This secondary analysis used data from the BERLimmun cohort, a prospective registry including patients with MS, MOGAD, AQP4-NMOSD, isolated syndromes, and healthy controls. Eighteen clinical and patient-reported outcome measures (P(h)ROMs) covering cognition, mobility, fatigue, pain, mood, spasticity, and quality of life were analyzed. Variables with <30% missing data and <90% uniform responses were retained, standardized, and imputed. Pairwise Spearman correlations and hierarchical clustering were applied. Cluster-level composite scores were compared across diagnosis, sex, age, and disease-modifying therapy status to assess differential symptom patterns.
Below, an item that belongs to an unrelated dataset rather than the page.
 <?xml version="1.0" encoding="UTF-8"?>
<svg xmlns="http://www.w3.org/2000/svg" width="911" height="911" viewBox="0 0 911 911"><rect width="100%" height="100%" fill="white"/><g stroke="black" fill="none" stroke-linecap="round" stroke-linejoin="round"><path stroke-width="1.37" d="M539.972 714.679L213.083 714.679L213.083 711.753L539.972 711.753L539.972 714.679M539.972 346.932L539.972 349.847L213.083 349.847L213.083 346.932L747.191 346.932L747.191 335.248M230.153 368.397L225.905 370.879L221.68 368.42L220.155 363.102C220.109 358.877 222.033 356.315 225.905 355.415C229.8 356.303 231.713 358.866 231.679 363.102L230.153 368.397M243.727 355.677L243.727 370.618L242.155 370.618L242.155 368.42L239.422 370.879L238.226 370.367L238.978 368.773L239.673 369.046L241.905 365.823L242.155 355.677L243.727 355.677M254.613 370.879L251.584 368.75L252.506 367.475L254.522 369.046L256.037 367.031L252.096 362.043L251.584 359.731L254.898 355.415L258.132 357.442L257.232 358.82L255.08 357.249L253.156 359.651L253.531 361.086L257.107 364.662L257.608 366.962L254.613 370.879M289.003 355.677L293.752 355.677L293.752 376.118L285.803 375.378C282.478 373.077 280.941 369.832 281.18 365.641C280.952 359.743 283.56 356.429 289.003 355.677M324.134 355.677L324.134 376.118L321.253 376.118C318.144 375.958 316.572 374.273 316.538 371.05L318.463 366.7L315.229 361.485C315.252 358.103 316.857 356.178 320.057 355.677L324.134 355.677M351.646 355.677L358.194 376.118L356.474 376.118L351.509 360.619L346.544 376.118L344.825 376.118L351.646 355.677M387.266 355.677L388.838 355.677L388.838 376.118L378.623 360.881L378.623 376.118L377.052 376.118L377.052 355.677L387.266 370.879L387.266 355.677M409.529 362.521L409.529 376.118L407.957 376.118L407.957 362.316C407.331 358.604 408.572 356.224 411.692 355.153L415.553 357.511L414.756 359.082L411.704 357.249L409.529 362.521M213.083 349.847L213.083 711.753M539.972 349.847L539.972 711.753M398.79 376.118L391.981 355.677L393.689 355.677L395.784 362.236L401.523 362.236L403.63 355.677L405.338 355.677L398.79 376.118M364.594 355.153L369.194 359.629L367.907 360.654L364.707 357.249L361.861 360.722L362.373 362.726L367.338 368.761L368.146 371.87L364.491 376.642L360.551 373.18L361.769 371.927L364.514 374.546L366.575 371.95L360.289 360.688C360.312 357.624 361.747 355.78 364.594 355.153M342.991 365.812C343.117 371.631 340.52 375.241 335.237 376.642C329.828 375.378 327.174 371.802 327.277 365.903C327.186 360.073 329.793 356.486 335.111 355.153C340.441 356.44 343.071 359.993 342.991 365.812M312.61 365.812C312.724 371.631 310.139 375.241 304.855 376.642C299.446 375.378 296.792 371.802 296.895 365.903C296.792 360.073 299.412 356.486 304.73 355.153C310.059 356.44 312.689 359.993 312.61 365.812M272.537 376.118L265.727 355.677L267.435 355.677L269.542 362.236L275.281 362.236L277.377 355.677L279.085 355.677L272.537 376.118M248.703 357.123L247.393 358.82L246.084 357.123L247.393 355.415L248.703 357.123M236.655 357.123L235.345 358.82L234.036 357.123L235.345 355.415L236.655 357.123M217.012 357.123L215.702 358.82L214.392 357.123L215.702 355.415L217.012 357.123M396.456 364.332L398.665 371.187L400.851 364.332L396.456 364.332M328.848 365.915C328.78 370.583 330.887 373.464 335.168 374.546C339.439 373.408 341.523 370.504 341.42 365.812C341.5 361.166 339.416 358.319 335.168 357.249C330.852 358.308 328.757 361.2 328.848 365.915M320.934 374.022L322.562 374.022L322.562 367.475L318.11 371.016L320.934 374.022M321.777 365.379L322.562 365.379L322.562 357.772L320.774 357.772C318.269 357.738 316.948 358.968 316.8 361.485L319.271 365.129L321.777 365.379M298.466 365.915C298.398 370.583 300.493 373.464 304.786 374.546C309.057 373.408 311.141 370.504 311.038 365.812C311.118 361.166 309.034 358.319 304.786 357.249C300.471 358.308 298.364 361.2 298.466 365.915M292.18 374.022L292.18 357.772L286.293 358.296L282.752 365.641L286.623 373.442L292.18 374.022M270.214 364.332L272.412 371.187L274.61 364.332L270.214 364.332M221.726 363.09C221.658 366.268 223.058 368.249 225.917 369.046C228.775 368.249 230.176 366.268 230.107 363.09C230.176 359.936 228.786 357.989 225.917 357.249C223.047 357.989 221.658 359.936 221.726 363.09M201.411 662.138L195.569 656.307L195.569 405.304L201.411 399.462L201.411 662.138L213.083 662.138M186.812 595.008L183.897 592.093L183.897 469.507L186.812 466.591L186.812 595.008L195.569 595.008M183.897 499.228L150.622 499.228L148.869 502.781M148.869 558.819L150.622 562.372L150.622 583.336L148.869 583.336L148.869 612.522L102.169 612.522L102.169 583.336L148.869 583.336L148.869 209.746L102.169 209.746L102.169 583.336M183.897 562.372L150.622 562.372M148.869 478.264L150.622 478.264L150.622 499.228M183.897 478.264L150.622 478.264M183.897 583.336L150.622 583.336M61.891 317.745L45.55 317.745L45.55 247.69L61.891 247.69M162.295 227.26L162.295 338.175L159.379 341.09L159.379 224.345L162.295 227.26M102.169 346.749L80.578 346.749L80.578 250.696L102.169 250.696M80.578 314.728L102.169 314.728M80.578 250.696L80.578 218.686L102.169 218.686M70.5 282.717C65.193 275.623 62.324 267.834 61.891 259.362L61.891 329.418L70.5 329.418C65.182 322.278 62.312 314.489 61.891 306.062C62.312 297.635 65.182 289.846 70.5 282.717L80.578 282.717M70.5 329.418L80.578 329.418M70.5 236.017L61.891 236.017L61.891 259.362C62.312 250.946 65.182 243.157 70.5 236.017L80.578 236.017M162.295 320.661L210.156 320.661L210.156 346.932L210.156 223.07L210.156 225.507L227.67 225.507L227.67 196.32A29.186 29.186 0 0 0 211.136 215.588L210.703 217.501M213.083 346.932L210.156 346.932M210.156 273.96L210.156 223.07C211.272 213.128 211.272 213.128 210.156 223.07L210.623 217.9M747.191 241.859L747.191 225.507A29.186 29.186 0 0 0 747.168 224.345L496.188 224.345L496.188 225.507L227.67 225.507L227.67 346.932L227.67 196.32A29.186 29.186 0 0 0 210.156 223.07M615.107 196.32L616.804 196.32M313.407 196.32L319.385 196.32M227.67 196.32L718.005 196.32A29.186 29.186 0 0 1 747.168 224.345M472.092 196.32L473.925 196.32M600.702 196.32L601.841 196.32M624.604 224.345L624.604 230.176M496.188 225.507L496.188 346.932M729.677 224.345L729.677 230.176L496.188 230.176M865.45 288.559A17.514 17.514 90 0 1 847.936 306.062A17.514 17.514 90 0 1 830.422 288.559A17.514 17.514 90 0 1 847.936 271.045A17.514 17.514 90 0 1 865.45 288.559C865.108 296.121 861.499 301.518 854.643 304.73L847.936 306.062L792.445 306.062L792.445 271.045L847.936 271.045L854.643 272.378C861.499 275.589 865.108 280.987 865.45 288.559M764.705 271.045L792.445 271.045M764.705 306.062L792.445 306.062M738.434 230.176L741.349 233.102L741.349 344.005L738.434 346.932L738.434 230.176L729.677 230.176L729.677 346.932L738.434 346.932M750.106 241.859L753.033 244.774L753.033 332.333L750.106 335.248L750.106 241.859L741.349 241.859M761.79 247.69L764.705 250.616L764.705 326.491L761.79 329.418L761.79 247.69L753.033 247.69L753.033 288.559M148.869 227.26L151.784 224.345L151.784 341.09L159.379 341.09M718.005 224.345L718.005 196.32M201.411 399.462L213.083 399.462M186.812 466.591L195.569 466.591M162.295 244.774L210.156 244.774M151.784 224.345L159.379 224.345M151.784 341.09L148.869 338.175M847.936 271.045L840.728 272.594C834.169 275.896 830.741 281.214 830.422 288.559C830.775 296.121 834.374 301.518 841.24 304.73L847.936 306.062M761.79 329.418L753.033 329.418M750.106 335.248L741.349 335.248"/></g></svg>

Hierarchical clustering of 193 items from 13 patient- and 5 physician-reported outcome measures identified 26 symptom clusters grouped into seven domains: motor–functional, cognitive–executive, mood–fatigue/psychosocial, sensory–pain, visual–oculomotor, autonomic/bladder–bowel, and composite/overlapping. PROMs largely separated from PhROMs (MSFC, BICAMS, SARA, MOT) except for the EDSS, indicating complementary coverage. Specific PROMs (WALK12, BPI, ABCD) showed high domain specificity, while general disability scales (HALEMS, EQ5D5L, PROMIS) were broadly distributed. Fatigue divided into mental and physical components, and psychological symptoms (depression, self-blame, isolation, motivation) were dispersed across clusters. Traditional fatigue scales (FSMC, FSS) did not capture physical fatigue differences across diagnoses, while sexual and bladder–bowel domains varied by diagnosis, age, and disease duration.

Hierarchical clustering of PROMs and clinical assessments revealed distinct yet overlapping symptom domains across MS, MOGAD, and AQP4-NMOSD. Item-level PROM analysis improved sensitivity to group differences and identified clinically relevant subsymptoms, supporting more precise disability assessment in neuroinflammatory diseases.